DER STANDARD: Stimmt das Gerücht, dass Sie Anfang der 1990er als fast 45-Jähriger in der Unterliga bei Hohenau und Kleinwiesendorf mehr verdient haben als davor beim österreichischen Kult-Klub Rapid? Panenka: Ich verstehe die Frage nicht ganz. Das war ja nur Spaß. Es ist normal für einen Mann, am Samstag oder am Sonntag eine Aufgabe zu haben, sonst wird er unausstehlich. Bei mir war die Beschäftigung Fußballspielen. Da ging es nicht ums Geld, sondern um die innere Zufriedenheit eines älteren Herrn. Bei Rapid bin ich finanziell durchaus über die Runden gekommen, man stellte ja damals keine großartigen Ansprüche.

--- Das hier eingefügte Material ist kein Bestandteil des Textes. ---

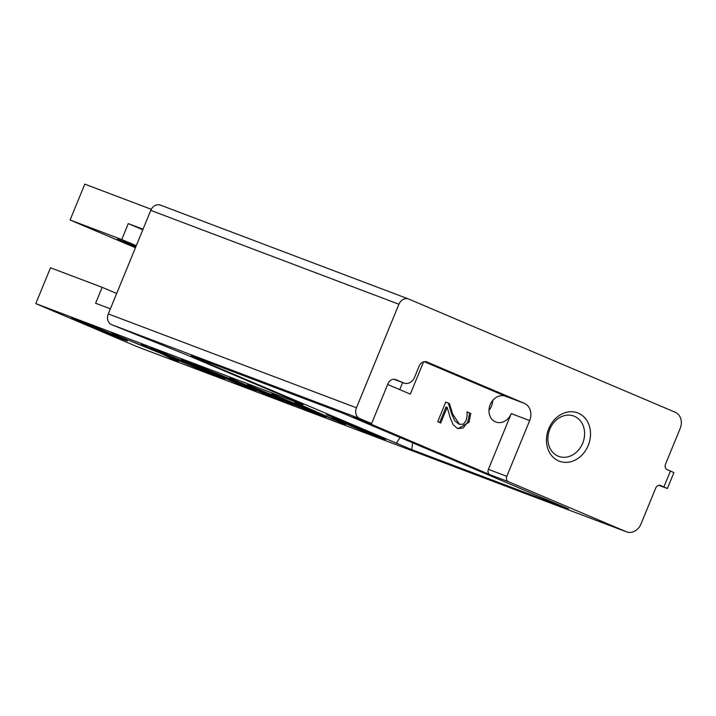 <?xml version="1.0" encoding="UTF-8"?>
<svg xmlns="http://www.w3.org/2000/svg" width="716" height="716" viewBox="0 0 716 716"><rect width="100%" height="100%" fill="white"/><g stroke="black" fill="none" stroke-linecap="round" stroke-linejoin="round"><path stroke-width="1.07" d="M447.16 407.359L440.743 423.004L437.691 421.706L445.746 402.061L449.478 403.645L452.655 414.036L459.457 424.32L463.413 424.149L466.08 420.704L467.101 415.826L467.011 411.879L470.77 413.481L468.998 422.306L457.873 428.732L453.282 424.848L450.525 418.672L447.16 407.359L446.032 406.939L439.633 422.538M466.993 411.924L469.642 413.051L467.879 421.876L463.064 428.034L457.649 428.642M445.728 402.106L448.359 403.224L451.536 413.606L454.785 420.82L458.795 424.069M470.77 413.481L469.642 413.051M449.478 403.645L448.359 403.224M429.17 363.334L425.17 361.616M393.988 379.238L395.178 379.749A9.469 7.858 110.7 0 0 395.42 379.838A9.469 7.858 110.7 0 0 395.671 379.928M402.607 382.559L399.716 389.611M423.55 361.857L410.322 394.113L387.642 384.483M429.099 363.495L424.302 361.678M303.181 404.397L187.019 355.029L111.615 324.67L359.763 418.547L371.613 423.577L353.194 416.614L490.048 474.735A4.305 3.571 -69.3 0 1 488.393 469.356L511.26 413.606A13.774 11.438 110.7 0 1 495.857 422.019A13.774 11.438 110.7 0 1 490.03 405.086A13.774 11.438 110.7 0 1 505.603 396.243A13.774 11.438 110.7 0 1 505.952 396.387L424.257 361.687M371.613 423.577L387.947 383.758A6.892 5.719 110.7 0 1 395.644 379.552A6.892 5.719 110.7 0 1 395.823 379.623L403.717 382.971L395.178 379.749M426.638 361.866L426.996 362.001A6.892 5.719 110.7 0 0 426.817 361.929A6.892 5.719 110.7 0 0 419.12 366.136L414.546 377.287A9.469 7.858 -69.3 0 1 403.958 383.069A9.469 7.858 -69.3 0 1 403.717 382.971M426.996 362.001L524.372 403.359A13.774 11.438 -69.3 0 1 529.67 420.569L506.803 476.319L488.393 469.356M490.048 474.735L508.458 481.707A4.305 3.571 -69.3 0 1 506.803 476.319M508.458 481.707L626.232 531.72L137.776 346.929L35.8 303.62L303.047 404.719M660.403 485.457L660.626 485.538A4.305 3.571 110.7 0 0 660.51 485.493A4.305 3.571 110.7 0 0 655.704 488.124L640.999 523.969A12.915 10.722 -69.3 0 1 626.563 531.854A12.915 10.722 -69.3 0 1 626.232 531.72M660.626 485.538L667.384 488.509L658.908 485.35M667.384 488.509L673.917 472.578L667.16 469.607A4.305 3.571 110.7 0 1 665.504 464.228L680.2 428.392A12.915 10.722 -69.3 0 0 675.233 412.255L408.764 299.082A8.61 7.142 -69.3 0 0 408.55 298.993L160.393 205.107A8.61 7.142 110.7 0 0 150.763 210.37L108.295 313.912A8.61 7.142 110.7 0 0 111.615 324.67M150.763 210.37L398.919 304.246A8.61 7.142 -69.3 0 1 408.55 298.993M398.919 304.246L356.452 407.789L108.295 313.912M359.763 418.547A8.61 7.142 -69.3 0 1 356.452 407.789M558.686 460.952A25.83 21.435 110.7 0 0 590.485 432.366A25.83 21.435 110.7 0 0 556.296 417.849A25.83 21.435 110.7 0 0 558.686 460.952M558.077 456.119A21.525 17.864 -69.3 0 1 549.664 429.555A21.525 17.864 -69.3 0 1 573.856 416.077A21.525 17.864 -69.3 0 1 582.949 442.533A21.525 17.864 -69.3 0 1 558.623 456.343A21.525 17.864 -69.3 0 1 558.077 456.119M229.836 378.039L289.049 403.189L265.233 394.024L198.556 366.198L248.022 386.014L229.836 378.039M237.909 382.389L238.768 382.416M271.803 393.907L292.021 402.329L307.45 408.165L294.571 402.526L300.004 404.585L345.595 424.579L271.803 393.907M181.255 359.656L196.918 365.581L256.131 390.73L240.469 384.805L181.255 359.656M332.582 418.019L343.009 421.876L326.308 414.537L385.521 439.687L361.097 430.271L332.126 417.929M157.762 350.715L206.459 370.566L224.842 378.746L201.518 369.886L192.013 365.849L215.149 374.683L179.224 359.432L159.677 352.111L150.27 348.119L157.762 350.715M216.098 374.692L215.928 375.121L215.292 374.343M159.766 351.484L160.071 352.263M293.148 404.737L286.14 401.757L299.7 406.885L247.494 384.716L325.646 417.025L293.265 404.45M111.741 333.361L161.037 353.283L141.222 344.512L200.444 369.662L167.857 356.076L178.49 361.356L171.938 358.877L162.237 353.981L111.741 333.361M83.736 323.507A30.135 0.555 22.3 0 1 71.573 318.02A30.135 0.555 22.3 0 1 99.667 328.939A30.135 0.555 22.3 0 1 127.341 340.888A30.135 0.555 22.3 0 1 112.385 335.285A30.135 0.555 22.3 0 1 83.736 323.507M191.011 356.201L411.79 449.675L568.459 508.879L342.821 413.204L191.235 355.861M151.273 209.296L84.801 184.146L70.096 219.991L121.747 239.529L128.28 223.598L143.048 229.183M276.868 398.257L245.651 385.557L276.949 398.042M245.597 385.092L245.651 385.557M334.354 419.952L300.219 405.739L334.462 419.692M373.34 434.755L340.995 421.59L373.43 434.54M340.888 421.071L340.995 421.59M162.237 353.981L162.434 353.516M171.938 358.877L172.207 358.233M135.44 247.736L70.096 219.991M121.747 239.529L136.273 245.695M135.986 246.394L117.424 239.126L135.745 246.993M116.672 293.488L102.155 287.313L50.496 267.775L35.8 303.62M137.776 346.929A12.915 10.722 110.7 0 0 138.107 347.063A12.915 10.722 110.7 0 0 138.448 347.179M142.806 229.764L128.28 223.598M488.983 410.322A13.774 11.438 110.7 0 0 492.715 400.468M110.38 308.829L95.622 303.244L102.155 287.313M468.998 422.306L467.879 421.876M452.655 414.036L451.536 413.606M524.372 403.359L505.952 396.387M529.67 420.569L511.26 413.606M670.445 471.012L663.911 486.934M218.989 376.723L219.257 376.079M396.288 443.383L400.208 437.288M412.649 442.569L411.79 449.675M403.958 383.069L395.42 379.838M626.563 531.854L138.107 347.063"/></g></svg>

STANDARD: Es geht nicht um die Offenlegung von Gagen. Es soll nur verdeutlichen, wie sehr sich der Fußball und die Welt verändert haben. Ein Spieler Ihres Kalibers würde heute um irrwitzige Summen von Milan oder Barcelona verpflichtet werden. Sie durften aus politischen Gründen nicht ins Ausland, man ließ Sie erst 1981 von Prag nach Wien ziehen.
Panenka: Man musste 32 Jahre alt sein und 45 Länderspiele aufweisen, dann hat sich der Eiserne Vorhang geöffnet. Aber man kann die Zeiten nicht vergleichen. Der Fußball setzt nun gewaltige Summen um. Heute kann ein 16-Jähriger schon ausgesorgt haben. Ich musste nach meiner Karriere weiterarbeiten, konnte mich nicht zurücklehnen. Das mag vielleicht für mich persönlich schade sein, aber ich empfinde keinen Neid, keine Wehmut. Ich habe ein schönes Leben gelebt, wir Fußballer haben im Gegensatz zum Rest das Ausland ja gesehen.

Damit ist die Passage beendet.